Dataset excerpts

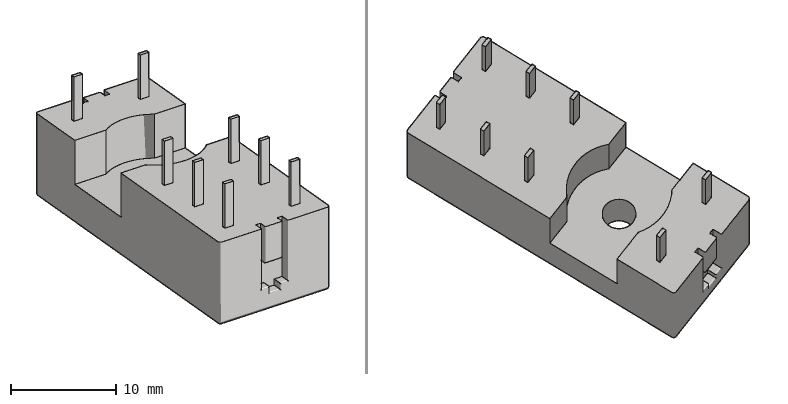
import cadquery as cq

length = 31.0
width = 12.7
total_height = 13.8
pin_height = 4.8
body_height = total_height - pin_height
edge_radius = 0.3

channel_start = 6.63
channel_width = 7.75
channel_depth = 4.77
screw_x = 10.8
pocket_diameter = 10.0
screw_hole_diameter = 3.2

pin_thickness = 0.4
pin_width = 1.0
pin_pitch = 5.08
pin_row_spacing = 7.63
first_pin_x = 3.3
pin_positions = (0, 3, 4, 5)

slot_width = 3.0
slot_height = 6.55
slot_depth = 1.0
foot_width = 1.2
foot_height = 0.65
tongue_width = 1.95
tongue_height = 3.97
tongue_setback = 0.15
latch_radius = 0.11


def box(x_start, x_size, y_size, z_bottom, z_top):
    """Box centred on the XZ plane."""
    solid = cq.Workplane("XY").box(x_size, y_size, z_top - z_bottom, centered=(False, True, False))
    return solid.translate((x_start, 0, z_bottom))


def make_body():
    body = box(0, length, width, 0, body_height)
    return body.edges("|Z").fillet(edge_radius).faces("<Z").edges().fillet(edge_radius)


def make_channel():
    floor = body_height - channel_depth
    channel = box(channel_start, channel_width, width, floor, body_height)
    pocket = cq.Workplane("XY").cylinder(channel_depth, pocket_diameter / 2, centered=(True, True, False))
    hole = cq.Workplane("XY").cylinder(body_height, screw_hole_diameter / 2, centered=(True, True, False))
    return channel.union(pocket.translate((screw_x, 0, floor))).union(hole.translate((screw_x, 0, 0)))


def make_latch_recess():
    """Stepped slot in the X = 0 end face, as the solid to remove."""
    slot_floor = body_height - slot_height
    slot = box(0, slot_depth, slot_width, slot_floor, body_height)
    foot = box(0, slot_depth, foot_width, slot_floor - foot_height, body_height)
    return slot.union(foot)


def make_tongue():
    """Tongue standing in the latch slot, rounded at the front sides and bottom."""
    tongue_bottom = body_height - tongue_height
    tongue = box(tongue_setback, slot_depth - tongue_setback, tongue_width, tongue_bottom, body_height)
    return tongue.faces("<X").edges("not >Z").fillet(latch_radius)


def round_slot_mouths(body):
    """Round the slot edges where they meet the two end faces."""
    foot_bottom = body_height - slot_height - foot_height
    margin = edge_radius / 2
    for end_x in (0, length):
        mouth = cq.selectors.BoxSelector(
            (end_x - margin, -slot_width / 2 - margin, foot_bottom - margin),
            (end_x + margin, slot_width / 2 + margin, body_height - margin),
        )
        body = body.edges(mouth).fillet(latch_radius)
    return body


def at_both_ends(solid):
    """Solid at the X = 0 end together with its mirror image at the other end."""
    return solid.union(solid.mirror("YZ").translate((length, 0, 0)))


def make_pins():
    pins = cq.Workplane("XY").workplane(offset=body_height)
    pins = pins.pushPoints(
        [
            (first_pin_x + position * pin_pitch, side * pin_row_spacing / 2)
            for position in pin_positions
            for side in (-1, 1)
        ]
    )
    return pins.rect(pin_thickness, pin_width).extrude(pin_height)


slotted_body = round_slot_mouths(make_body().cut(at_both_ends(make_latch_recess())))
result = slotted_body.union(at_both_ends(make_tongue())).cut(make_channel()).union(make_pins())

_Aim of the exercise_: All lines of the data that hold "mirror" need to be copied.

_Solution below_:
    """Solid at the X = 0 end together with its mirror image at the other end."""
    return solid.union(solid.mirror("YZ").translate((length, 0, 0)))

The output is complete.